RECORDS Start Marker

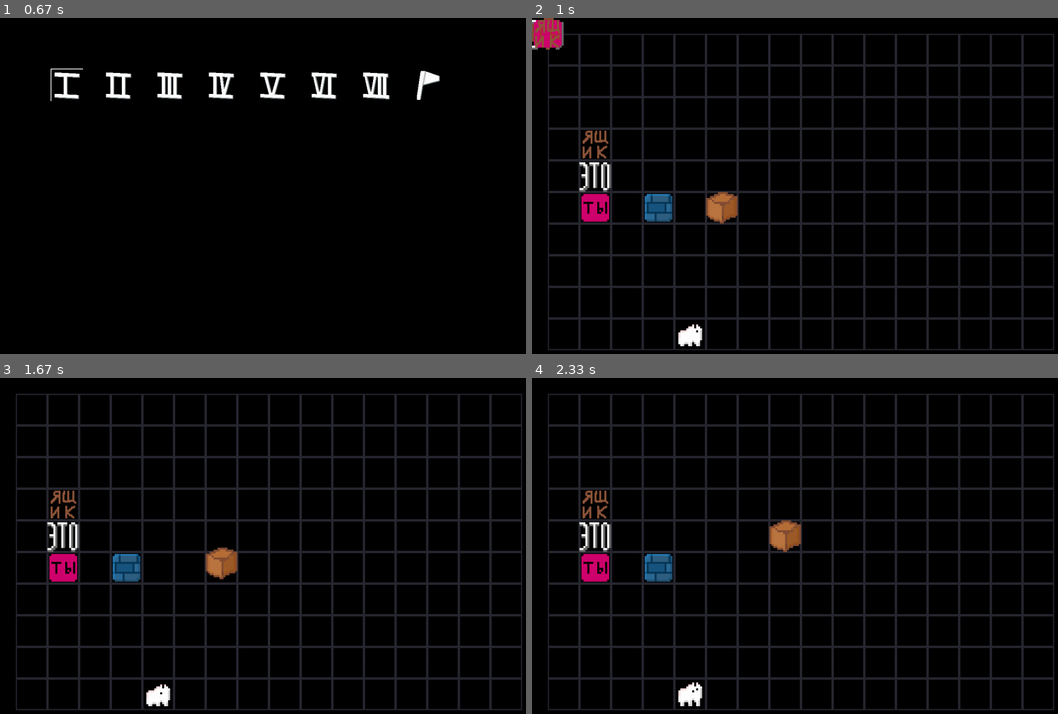
Above: before the commit, frames 1-4 (two rows, left to right).
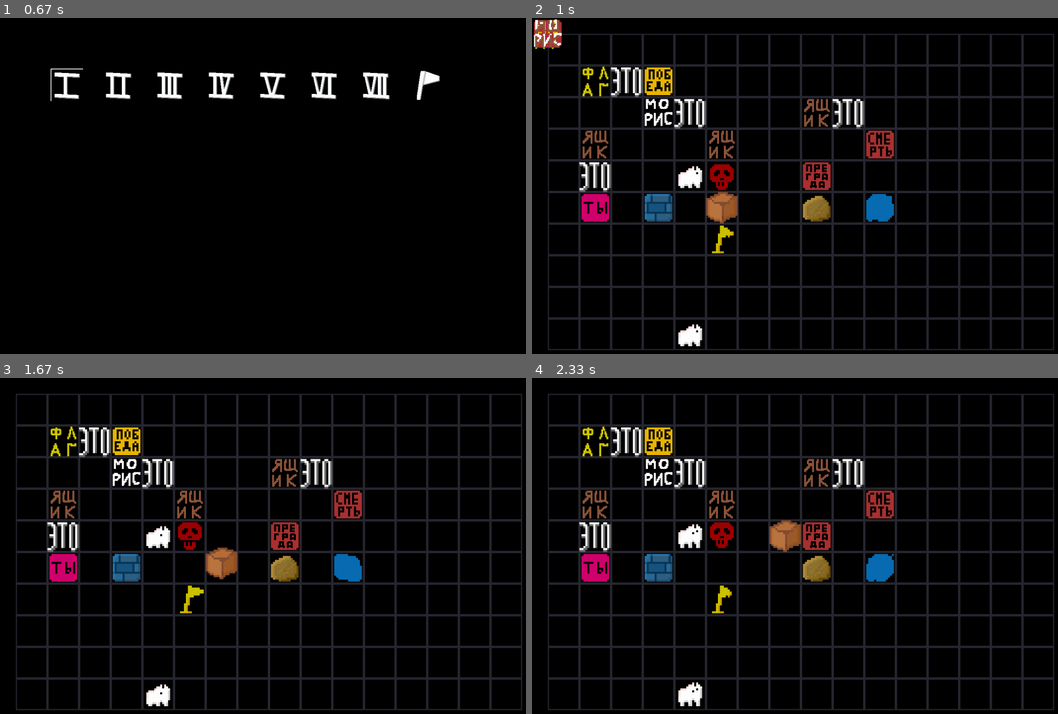
Above: after the commit, the same moments.

Repository: DIVERSIUMx/pygame-project
Game: pygame game, started from main.py
The game is run twice, just before and just after one commit, with the same random seed, the same clock (stepped at 60 frames per second) and the same inputs.
Inputs:
- Up to frame 1 (0.67 s): tap Enter at 0.33 s
- Up to frame 2 (1 s): tap Enter at 0.67 s
- Up to frame 3 (1.67 s): hold D 1.13-1.6 s; hold W from 1.63 s (still down)
- Up to frame 4 (2.33 s): release W at 1.93 s; hold D from 1.97 s (still down)

Frame 1 is identical in both runs. In frame 2, 4.4% of the frame differs, in the area x 0-69%, y 0-71%; in frame 3, 4.1%; in frame 4, 4.1%.

Commit message:
some coments and board.clear fix

Diff:
--- a/items.py
+++ b/items.py
@@ -1,6 +1,6 @@
 import pygame
 from sprites import ItemSprite, load_image
-from tric import Item, Rule, MainBoard
+from tric import Item, MainBoard
 
 
 class MegaItems(Item):  # Класс, к которому принадлежат все элементы
@@ -63,49 +63,43 @@
     sprite = ItemSprite("moris", load_image("moris.png"), 8)
     name = "Moris"
     color = (50, 250, 255)
-    rule = Rule()
 
 
 class Box(MegaItems):
     sprite = ItemSprite("box", load_image("box.png"))
     name = "Box"
     color = (150, 150, 0)
-    rule = Rule()
 
 
 class Wall(MegaItems):
     sprite = ItemSprite("wall", load_image("wall.png"))
     name = "Wall"
     color = (50, 50, 255)
-    rule = Rule()
 
 
 class Rock(MegaItems):
     sprite = ItemSprite("water", load_image("rock.png"))
     name = "Rock"
     color = 'orange'
-    rule = Rule()
 
 
 class Water(MegaItems):
     sprite = ItemSprite("water", load_image("water.png"), 6)
     name = "Water"
     color = (0, 0, 255)
-    rule = Rule()
 
 
 class Flag(MegaItems):
     sprite = ItemSprite("flag", load_image("flag.png"), 6)
     name = "Flag"
     color = (0, 0, 255)
-    rule = Rule()
 
 
 class Skull(MegaItems):
     sprite = ItemSprite("skull", load_image("skull.png"), 4)
     name = "Flag"
     color = (0, 0, 255)
-    rule = Rule()
+
 
 # Игровые доски
 board = MainBoard(16, 10, 80)
--- a/main.py
+++ b/main.py
@@ -117,13 +117,11 @@
 def test(self: MainBoard):
     """В эту функцию пихать все для тестов"""
     self.board[4][4] = [items.moris]
-    self.rules[items.Moris].you = True
     # self.rules[items.Moris].weak = False
 
     self.board[6][5] = [items.flag]
     self.board[4][5] = [items.skull]
     self.board[5][5] = [items.box]
-    self.rules[items.Box].set_colide_type(90)
     # self.rules[items.Box].weak = True
 
     self.board[5][8] = [items.rock]
@@ -138,15 +136,8 @@
     self.board[2][3] = [Rules_and_blocks.ActiveBlocksObject("moris", self)]
     self.board[2][4] = [Rules_and_blocks.ActiveBlocksIS(self)]
     self.board[3][5] = [Rules_and_blocks.ActiveBlocksObject("box", self)]
-    # self.rules[Rules_and_blocks.ActiveBlocksObject].set_colide_type(90)
-    self.rules[Rules_and_blocks.ActiveBlocksObject].push = True
-    # self.rules[Rules_and_blocks.ActiveBlocksIS].set_colide_type(90)
-    self.rules[Rules_and_blocks.ActiveBlocksIS].push = True
-    # self.rules[Rules_and_blocks.ActiveBlocksAction].set_colide_type(90)
-    self.rules[Rules_and_blocks.ActiveBlocksAction].push = True
     self.board[5][10] = [items.Water(self)]
     # self.rules[items.Water].silk = True
-    self.rules[items.Wall].set_colide_type(100)
     print(issubclass(items.Box(self).__class__, items.MegaItems))
     print(self.board)
 
@@ -167,7 +158,7 @@
     undo_count = 0
     running = True
     BlockSprite((0, height), width)
-    # test(board)
+    test(board)
 
     board.generate_sprites()
     end_image = pygame.Surface(screen_size)
--- a/sprites.py
+++ b/sprites.py
@@ -15,7 +15,7 @@
         return pygame.image.load(os.path.join("data", "sprite", "ohno.png"))
 
 
-class SlideSprite(pygame.sprite.Sprite):
+class SlideSprite(pygame.sprite.Sprite):  # Спрайт для плавного сдвига
     def __init__(self, image, start_pos, end_pos, time):
         super().__init__(all_sprites, end_screen_sprites)
         self.end_pos = end_pos
@@ -33,6 +33,7 @@
             self.cur_time += 1
 
 
+# Спрайт для отображения времени в формате мм:сс
 class TimeCounterSprite(pygame.sprite.Sprite):
     def __init__(self, rect: pygame.Rect):
         super().__init__(all_sprites, end_screen_sprites)
@@ -48,13 +49,11 @@
             2, "0") + ":" + str(self.value % 60).rjust(2, "0"), 1, (255, 255, 255))
 
 
-class ResultShowSprite(pygame.sprite.Sprite):
+class ResultShowSprite(pygame.sprite.Sprite):  # Спрайт отображения результата
     def __init__(self, rect: pygame.Rect, nums_count):
         super().__init__(all_sprites, end_screen_sprites)
         self.nums_count = nums_count
         self.rect = rect
-        # self.image = pygame.Surface((self.rect.width, self.rect.height))
-        # self.font_size = self.rect.width / nums_count
         self.font = pygame.font.Font(None, self.rect.width // nums_count)
         self.value = 0
         self.image = self.font.render(str(self.value).rjust(
@@ -66,7 +65,7 @@
             self.nums_count, "0"), 1, (255, 255, 255))
 
 
-class BlockSprite(pygame.sprite.Sprite):
+class BlockSprite(pygame.sprite.Sprite):  # Спрайт блокировки частиц
     def __init__(self, pos, width):
         super().__init__(all_sprites, block_sprites)
         self.image = pygame.Surface((width, 30))
@@ -75,7 +74,7 @@
         self.rect.y = pos[1]
 
 
-class ItemSprite(pygame.sprite.Sprite):
+class ItemSprite(pygame.sprite.Sprite):  # Спрайт объекта
     def __init__(self, filename, file, colums=1, rows=1):
         self.die_soon = False
         self.moving = False
@@ -118,7 +117,7 @@
     def copy(self):
         return ItemSprite(self.filename, self.im, self.colums, self.rows)
 
-    def move(self, pos):
+    def move(self, pos):  # Задаётся позиция для перемешения
         global FROZE
         self.move_stage = 0
         self.target = pos
@@ -127,20 +126,20 @@
         FROZE[0] = True
         self.moving = True
 
-    def die(self):
+    def die(self):  # Смерть, спрайт "Рассыпается"
         if self.moving:
             self.die_soon = True
         else:
             for x in range(8):
                 for y in range(8):
                     ParticleSprite(self.image.subsurface(
-                        x * 10, y * 10, 10, 10), x * 10 + self.rect.x, y * 10 + self.rect.y, random.randint(-10, 10), random.randint(-10, 10), 0.98, 180)
+                        x * 10, y * 10, 10, 10), x * 10 + self.rect.x, y * 10 + self.rect.y, random.randint(-10, 10), random.randint(-10, 10), 180)
             FROZE[0] = False
             self.kill()
 
 
-class ParticleSprite(pygame.sprite.Sprite):
-    def __init__(self, image, x, y, vecx, vecy, scale_multiplicator, live_time):
+class ParticleSprite(pygame.sprite.Sprite):  # Спрайт частици
+    def __init__(self, image, x, y, vecx, vecy, live_time):
         super().__init__(all_sprites, particle_sprites)
         self.collided = False
         self.image = image
@@ -149,15 +148,14 @@
         self.rect.y = y
         self.dx = vecx
         self.dy = vecy
-        self.scale_factor = scale_multiplicator
         self.live_time = live_time
 
     def update(self):
         self.rect = self.rect.move(self.dx, self.dy)
         if self.dy < 10:
             self.dy += 0.4
-        # self.image = pygame.transform.scale(self.image, (self.image.get_width(
-        # ) * self.scale_factor, self.image.get_height() * self.scale_factor))
+
+        # Частица может отпрыгнуть с шансом 50% если ещё не отпрагнула
         if not self.collided and pygame.sprite.spritecollideany(self, block_sprites) and self.dy > 0:
             if random.randint(0, 1):
                 self.dy = -self.dy
--- a/tric.py
+++ b/tric.py
@@ -1,34 +1,14 @@
 # На счет имени пока назвал так, потом поменяем FIXME
 import pygame
-from sprites import ItemSprite, load_image, item_sprites
-
-
-class Rule:
-    def __init__(self):
-        self.rules = []
-        self.colide_type = 0
-        self.weak = False
-        self.sink = False
-        self.you = False
-
-    def add_rule(self, rule_name: str):
-        self.rules.append(rule_name)
-
-    def set_colide_type(self, new):
-        if self.colide_type < 50:
-            self.colide_type = max(self.colide_type, new)
-        elif new > 50:
-            self.colide_type = min(self.colide_type, new)
+from sprites import ItemSprite, load_image, item_sprites, end_screen_sprites, item_sprites
 
 
 class MainBoard:
-    # (удаленные предметы, добавленные)
-    history_items: list[tuple[list, list]] = []
-
-    check_poses: list[tuple[int, int]] = []
-    move_sprites: list = []
-    intereaction: list = []
-    rules: dict[type, Rule] = dict()
+    history_items: list[tuple[list, list]] = []  # история изменений
+
+    check_poses: list[tuple[int, int]] = []  # для проверки измененных позиций
+    move_sprites: list = []  # для обозначения перемещенных спрайтов
+    intereaction: list = []  # для проверки взаимодействия с обектами правил
     sprites: dict[tuple[str, int, int], ItemSprite] = dict()
 
     def __init__(self, width: int, height: int, cell_size: int):
@@ -39,14 +19,14 @@
         self.left = cell_size // 2
 
         self.board = [[list()] * width for _ in range(height)]
-        """print(self.board)"""
-
+
+    # получение размеров экрана для корректного отображения доски
     def get_screen_size(self):
         return self.width * self.cell_size + (
             2 * self.left
         ), self.height * self.cell_size + (2 * self.top)
 
-    def render(self, surface):
+    def render(self, surface):  # ренрер самой доски
         for y, row in enumerate(self.board):
             for x, cell in enumerate(row):
                 rect = (
@@ -60,7 +40,7 @@
                 #     for item in cell:
                 #         item.render(surface, rect)
 
-    def you_go(self, event_key):
+    def you_go(self, event_key):  # Определение клавиши выбор направления движения персонажей
         you_go_delta = 0, 0
         if event_key == pygame.K_w:
             you_go_delta = 0, -1
@@ -75,7 +55,7 @@
 
         return self.move(you_go_delta)
 
-    def undo(self):
+    def undo(self):  # Отмена хода
         if len(self.history_items) != 0:
             from Rules_and_blocks import ActiveBlocks, search_for_rules
             self.intereaction = []
@@ -94,23 +74,28 @@
                 sprite.kill()
             self.generate_sprites()
 
-    def clear(self):
+    def clear(self):  # Отчистка доски для перехода между уровнями
         self.board = [[list()] * self.width for _ in range(self.height)]
-
-    def move(self, you_go_delta):
+        self.history_items = []
+        self.sprites = {}
+        for sprite in item_sprites:
+            sprite.kill()
+        for sprite in end_screen_sprites:
+            sprite.kill()
+
+    def move(self, you_go_delta):  # Функция обработки самого хода
         self.history_items.append(([], []))
         self.move_sprites = []
         self.check_poses = []
         from Rules_and_blocks import search_for_rules
 
-        """Функция для обработки хода"""
         self.intereaction = list()
         self.new_board = [[[c for c in i] for i in r] for r in self.board]
         for y, row in enumerate(self.board):
             for x, cell in enumerate(row):
                 for item in cell:
                     if item.you:
-                        colide_res = item.try_step(
+                        item.try_step(
                             (x, y), (x + you_go_delta[0], y + you_go_delta[1])
                         )
         cur_sp = self.sprites.copy()
@@ -123,6 +108,7 @@
         if len(self.check_poses) == 0:
             self.history_items.pop(-1)
         else:
+            # Проверка измененных клеток и привидение их согласно правилам
             for i, (x, y) in enumerate(self.check_poses):
                 exists = set()
                 rm_indexes = []
@@ -184,10 +170,11 @@
             if sprite not in self.sprites.values() and not sprite.die_soon:
                 sprite.kill()
 
-        if len(self.intereaction) != 0:
-            self.total_check()
-
-    def total_check(self):
+        if self.intereaction:
+            if self.total_check():
+                return True
+
+    def total_check(self):  # Полная проверка поля после изменения правил
         for x in range(self.width):
             for y in range(self.height):
                 exists = set()
@@ -242,7 +229,7 @@
                     elif you_here and win_here:
                         return True
 
-    def generate_sprites(self):
+    def generate_sprites(self):  # Генерация спрайтов согласно положению объектов на доске
         self.sprites = {}
         for y, row in enumerate(self.board):
             for x, cell in enumerate(row):
@@ -262,18 +249,13 @@
 
     def __init__(self, board: MainBoard):
         self.board = board
-        if type(self) not in self.board.rules.keys():
-            self.rule = Rule()
-            self.board.rules[type(self)] = self.rule
-        else:
-            self.rule = self.board.rules[type(self)]
-
-    def die(self, x, y):
+
+    def die(self, x, y):  # Смерть предмета, удаление спрайта
         self.board.sprites[self.sprite.filename, x, y].die()
         self.board.sprites.pop((self.sprite.filename, x, y))
 
-    def try_step(self, old, new):  # V3
-        # содержимое функции, ВАС ПРЕДУПРЕДИЛИ  WARN:
+    # V3, проверка, может ли предмет передвинуться учитывая правила stop и push
+    def try_step(self, old, new):
         x = new[0]
         y = new[1]
 
@@ -294,17 +276,13 @@
                 if item.stop and not item.push:
                     return False
                 elif item.push:
-                    colide_res = item.try_step(
+                    item.try_step(
                         new, (2 * x - x1, 2 * y - y1))
                     continue
-                    # if colide_res:
-                    #     self.step(old, new)
-                    # else:
-                    #     return False
             self.step(old, new)
             return True
 
-    def step(self, old, new):
+    def step(self, old, new):  # Перемешение объекта
         self.board.history_items[-1][0].append((self, *old))
         self.board.history_items[-1][1].append((self, *new))
         self.board.check_poses.append(new)
@@ -319,22 +297,9 @@
             self.board.new_board[new[1]][new[0]].append(self)
             self.board.new_board[old[1]][old[0]].remove(self)
 
-    def render(self, surface, rect):
+    def render(self, surface, rect):  # Отладочный рендер обекта
         pygame.draw.rect(surface, self.color, rect)
         text = pygame.font.Font(None, self.board.cell_size // 2).render(
             self.name, True, (0, 0, 0)
         )
         surface.blit(text, rect[:2])
-        # self.board.rules
-
-    def __getitem__(self, key):
-        return key in self.rule.rules
-
-    # def __repr__(self):
-    #     return self.name
-    #
-    # def __eq__(self, other):
-    #     return self.name == other.name
-    #
-    # def __hash__(self):
-    #     return hash(self.name)

RECORDS End Marker

▸ WORK TASK: Show the lines in the entries above that include the string "color".

▸ RESPONSE TO THIS EXERCISE:
     color = (50, 250, 255)
     color = (150, 150, 0)
     color = (50, 50, 255)
     color = 'orange'
     color = (0, 0, 255)
     color = (0, 0, 255)
     color = (0, 0, 255)
         pygame.draw.rect(surface, self.color, rect)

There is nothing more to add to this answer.